US 3PL industry to post revenue drop in 2020, Armstrong predicts

The U.S. third-party logistics (3PL) industry will post a drop in gross revenues in 2020, its second consecutive year of declines coming off a banner decade, according to a study by Armstrong & Associates Inc., a consultancy which closely tracks the U.S. and global 3PL markets.

For 2020, gross revenues for U.S.-based 3PLs are expected to hit $208 billion, a nearly $5 billion fall-off from 2019 levels of $212.8 billion. The full-year 2020 projections, if accurate, would represent a modest snapback in the second half of the year after a 3% year-on-year drop during the first half, according to Armstrong data published late last week. The first half of 2020 included the worst of government-ordered lockdowns in an effort to slow the spread of the novel coronavirus. First-quarter activity was already weak as the industry extended its decline from 2019, the firm said.

Net revenues — defined as gross revenues minus the cost of purchased transportation — are expected to post a 0.7% increase in 2020, according to the report. Net revenues in 2019 rose 5.9% from 2018 levels, based on the data.

The main risk to Armstrong’s full-year projections would be a return to widespread economic lockdowns, a scenario unlikely to materialize, Evan Armstrong, the firm’s president, said in an interview Tuesday. Gross revenues in 2021 should rise by low- to mid-single-digit levels as the U.S. economy “gets back to growth” next year, Armstrong said. The 2022 outlook looks better still, he added. 

Risks to the firm’s 2021 and 2022 forecasts include worsening geopolitical tensions, especially between the U.S. and China, and the impact of possible tax increases to help reduce the enormous budget deficit resulting from the billions of dollars in fiscal stimulus to support the U.S. economy during the pandemic, he said.

U.S. 3PL gross revenue growth doubled from 2009, which marked the depths of the Great Recession, through 2018, according to Armstrong data. Gross revenues surged an unprecedented 15.8% in 2018 as providers benefitted from a solid economic environment and inventory pull-throughs ahead of the Trump administration’s tariff increases on Chinese imports that took effect in early 2019. By contrast, the impact of the tariffs and the reduction in imports that might otherwise have entered U.S. commerce in 2019 led to the subsequent weakness in 3PL results last year.

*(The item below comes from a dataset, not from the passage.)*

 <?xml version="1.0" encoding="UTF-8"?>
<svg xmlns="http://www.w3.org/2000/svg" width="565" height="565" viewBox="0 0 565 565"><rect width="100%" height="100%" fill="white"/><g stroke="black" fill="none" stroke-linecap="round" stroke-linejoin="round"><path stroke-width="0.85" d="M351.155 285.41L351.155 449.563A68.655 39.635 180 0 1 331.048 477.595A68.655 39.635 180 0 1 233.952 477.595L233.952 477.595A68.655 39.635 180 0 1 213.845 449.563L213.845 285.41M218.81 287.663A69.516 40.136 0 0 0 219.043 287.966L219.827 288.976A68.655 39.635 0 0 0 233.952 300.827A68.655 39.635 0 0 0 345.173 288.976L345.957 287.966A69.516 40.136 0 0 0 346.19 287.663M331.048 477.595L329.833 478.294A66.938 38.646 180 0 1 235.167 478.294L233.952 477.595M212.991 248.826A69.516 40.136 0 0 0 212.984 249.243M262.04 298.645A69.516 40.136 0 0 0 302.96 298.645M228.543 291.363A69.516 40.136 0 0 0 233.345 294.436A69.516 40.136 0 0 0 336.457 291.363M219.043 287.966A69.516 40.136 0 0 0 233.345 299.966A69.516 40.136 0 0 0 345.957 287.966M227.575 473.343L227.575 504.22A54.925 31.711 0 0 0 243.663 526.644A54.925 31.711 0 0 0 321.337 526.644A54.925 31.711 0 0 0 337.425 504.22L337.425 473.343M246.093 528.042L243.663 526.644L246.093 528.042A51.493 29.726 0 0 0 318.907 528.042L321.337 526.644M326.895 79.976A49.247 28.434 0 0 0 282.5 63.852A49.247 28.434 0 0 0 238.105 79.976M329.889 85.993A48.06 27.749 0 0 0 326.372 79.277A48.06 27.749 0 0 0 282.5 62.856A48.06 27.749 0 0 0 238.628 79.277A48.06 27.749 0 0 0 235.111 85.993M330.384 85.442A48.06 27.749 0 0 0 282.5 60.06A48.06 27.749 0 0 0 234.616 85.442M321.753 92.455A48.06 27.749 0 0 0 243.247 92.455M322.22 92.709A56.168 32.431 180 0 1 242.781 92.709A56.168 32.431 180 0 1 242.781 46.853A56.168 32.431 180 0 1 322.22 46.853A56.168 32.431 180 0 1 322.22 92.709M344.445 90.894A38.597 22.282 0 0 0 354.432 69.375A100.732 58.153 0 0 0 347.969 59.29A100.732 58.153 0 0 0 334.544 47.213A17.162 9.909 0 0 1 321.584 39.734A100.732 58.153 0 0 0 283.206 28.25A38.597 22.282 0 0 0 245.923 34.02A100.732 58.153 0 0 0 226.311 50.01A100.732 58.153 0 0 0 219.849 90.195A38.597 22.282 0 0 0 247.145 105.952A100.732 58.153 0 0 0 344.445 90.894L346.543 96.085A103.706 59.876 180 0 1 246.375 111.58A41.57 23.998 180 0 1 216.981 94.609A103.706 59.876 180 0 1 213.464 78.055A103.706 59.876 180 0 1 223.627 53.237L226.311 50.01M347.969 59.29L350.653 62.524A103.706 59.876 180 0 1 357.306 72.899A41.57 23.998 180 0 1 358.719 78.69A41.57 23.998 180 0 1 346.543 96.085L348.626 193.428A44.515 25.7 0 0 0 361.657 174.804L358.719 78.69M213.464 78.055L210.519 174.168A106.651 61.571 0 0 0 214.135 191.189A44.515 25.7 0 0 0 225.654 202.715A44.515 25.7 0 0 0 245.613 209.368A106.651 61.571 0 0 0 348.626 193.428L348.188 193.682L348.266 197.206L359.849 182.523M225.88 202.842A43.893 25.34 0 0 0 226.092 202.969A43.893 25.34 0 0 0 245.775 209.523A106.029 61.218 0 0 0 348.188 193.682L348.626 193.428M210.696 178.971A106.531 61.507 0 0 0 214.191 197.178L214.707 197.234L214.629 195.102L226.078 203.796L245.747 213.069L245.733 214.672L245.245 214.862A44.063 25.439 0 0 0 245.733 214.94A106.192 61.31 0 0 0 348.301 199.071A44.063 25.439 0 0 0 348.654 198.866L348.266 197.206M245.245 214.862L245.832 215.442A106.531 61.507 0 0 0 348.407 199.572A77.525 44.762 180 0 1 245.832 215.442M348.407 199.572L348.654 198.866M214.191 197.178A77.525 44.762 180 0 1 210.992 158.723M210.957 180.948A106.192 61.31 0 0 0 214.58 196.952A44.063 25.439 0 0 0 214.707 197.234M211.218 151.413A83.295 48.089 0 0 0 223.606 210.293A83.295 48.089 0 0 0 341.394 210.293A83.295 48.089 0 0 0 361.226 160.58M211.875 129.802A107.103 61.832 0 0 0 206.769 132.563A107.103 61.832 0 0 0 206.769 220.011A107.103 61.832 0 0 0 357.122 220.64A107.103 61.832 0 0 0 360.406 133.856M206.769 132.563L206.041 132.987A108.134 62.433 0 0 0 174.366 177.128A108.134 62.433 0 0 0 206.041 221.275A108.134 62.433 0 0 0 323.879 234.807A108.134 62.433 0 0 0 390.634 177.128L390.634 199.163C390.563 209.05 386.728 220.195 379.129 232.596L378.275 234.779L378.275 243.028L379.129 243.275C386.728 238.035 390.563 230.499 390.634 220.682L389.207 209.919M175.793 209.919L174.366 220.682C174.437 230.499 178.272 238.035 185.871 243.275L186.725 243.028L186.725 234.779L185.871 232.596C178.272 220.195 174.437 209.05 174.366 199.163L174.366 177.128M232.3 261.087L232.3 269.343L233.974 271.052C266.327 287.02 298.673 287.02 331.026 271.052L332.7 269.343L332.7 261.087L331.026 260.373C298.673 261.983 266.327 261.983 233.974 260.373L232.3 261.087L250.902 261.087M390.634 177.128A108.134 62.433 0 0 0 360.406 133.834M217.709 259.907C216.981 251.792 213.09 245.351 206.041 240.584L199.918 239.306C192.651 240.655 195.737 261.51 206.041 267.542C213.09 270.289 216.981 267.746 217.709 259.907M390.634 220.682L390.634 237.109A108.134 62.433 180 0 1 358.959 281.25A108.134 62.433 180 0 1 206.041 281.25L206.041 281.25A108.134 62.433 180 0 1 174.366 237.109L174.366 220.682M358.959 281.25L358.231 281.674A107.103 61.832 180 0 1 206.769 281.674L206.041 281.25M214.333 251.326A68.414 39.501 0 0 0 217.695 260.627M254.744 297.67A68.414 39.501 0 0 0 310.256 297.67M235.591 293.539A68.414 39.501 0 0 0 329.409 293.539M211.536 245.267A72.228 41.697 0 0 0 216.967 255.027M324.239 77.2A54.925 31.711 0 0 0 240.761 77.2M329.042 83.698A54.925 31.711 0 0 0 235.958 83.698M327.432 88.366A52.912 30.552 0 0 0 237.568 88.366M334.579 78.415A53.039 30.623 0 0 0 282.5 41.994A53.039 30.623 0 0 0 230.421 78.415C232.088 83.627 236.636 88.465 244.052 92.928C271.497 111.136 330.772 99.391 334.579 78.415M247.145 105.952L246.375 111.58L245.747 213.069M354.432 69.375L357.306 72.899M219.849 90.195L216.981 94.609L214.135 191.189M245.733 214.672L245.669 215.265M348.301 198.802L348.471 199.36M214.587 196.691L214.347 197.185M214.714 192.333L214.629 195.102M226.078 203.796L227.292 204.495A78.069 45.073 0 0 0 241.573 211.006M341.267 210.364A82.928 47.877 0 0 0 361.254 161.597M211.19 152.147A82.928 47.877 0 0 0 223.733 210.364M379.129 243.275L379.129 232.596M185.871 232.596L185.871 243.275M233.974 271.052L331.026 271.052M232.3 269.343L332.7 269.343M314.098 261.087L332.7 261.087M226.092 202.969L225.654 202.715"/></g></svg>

The report divides the U.S. 3PL market into four segments. The largest, domestic transportation management, reported $83 billion in 2019 gross revenue. That was followed by international transportation management at $58.7 billion, value-added warehousing at $47.2 billion, and dedicated contract carriage (DCC) at $20.3 billion. The contract logistics software market accounted for the remainder of the 3PL market, but was much smaller at $3.5 billion.

Three of the four segments are expected to post year-on-year declines in gross revenue in 2020, an indication of slower demand for their services. The one exception will be dedicated, where gross revenue is projected to rise 4.1%. Dedicated has remained the “stickiest” service during the pandemic because the business is governed by multiyear contracts and the use of spoken-for equipment, provisions not easy to walk away from, Armstrong said.

Dedicated services do well during very tight truckload markets as users look to lock in dependable sources of capacity for what is usually a multiyear period. DCC demand will grow modestly in 2020, Armstrong predicted. Much will depend on the outlook for truckload rates and the extent of pandemic-related disruptions on shipper and dedicated operations, the firm said.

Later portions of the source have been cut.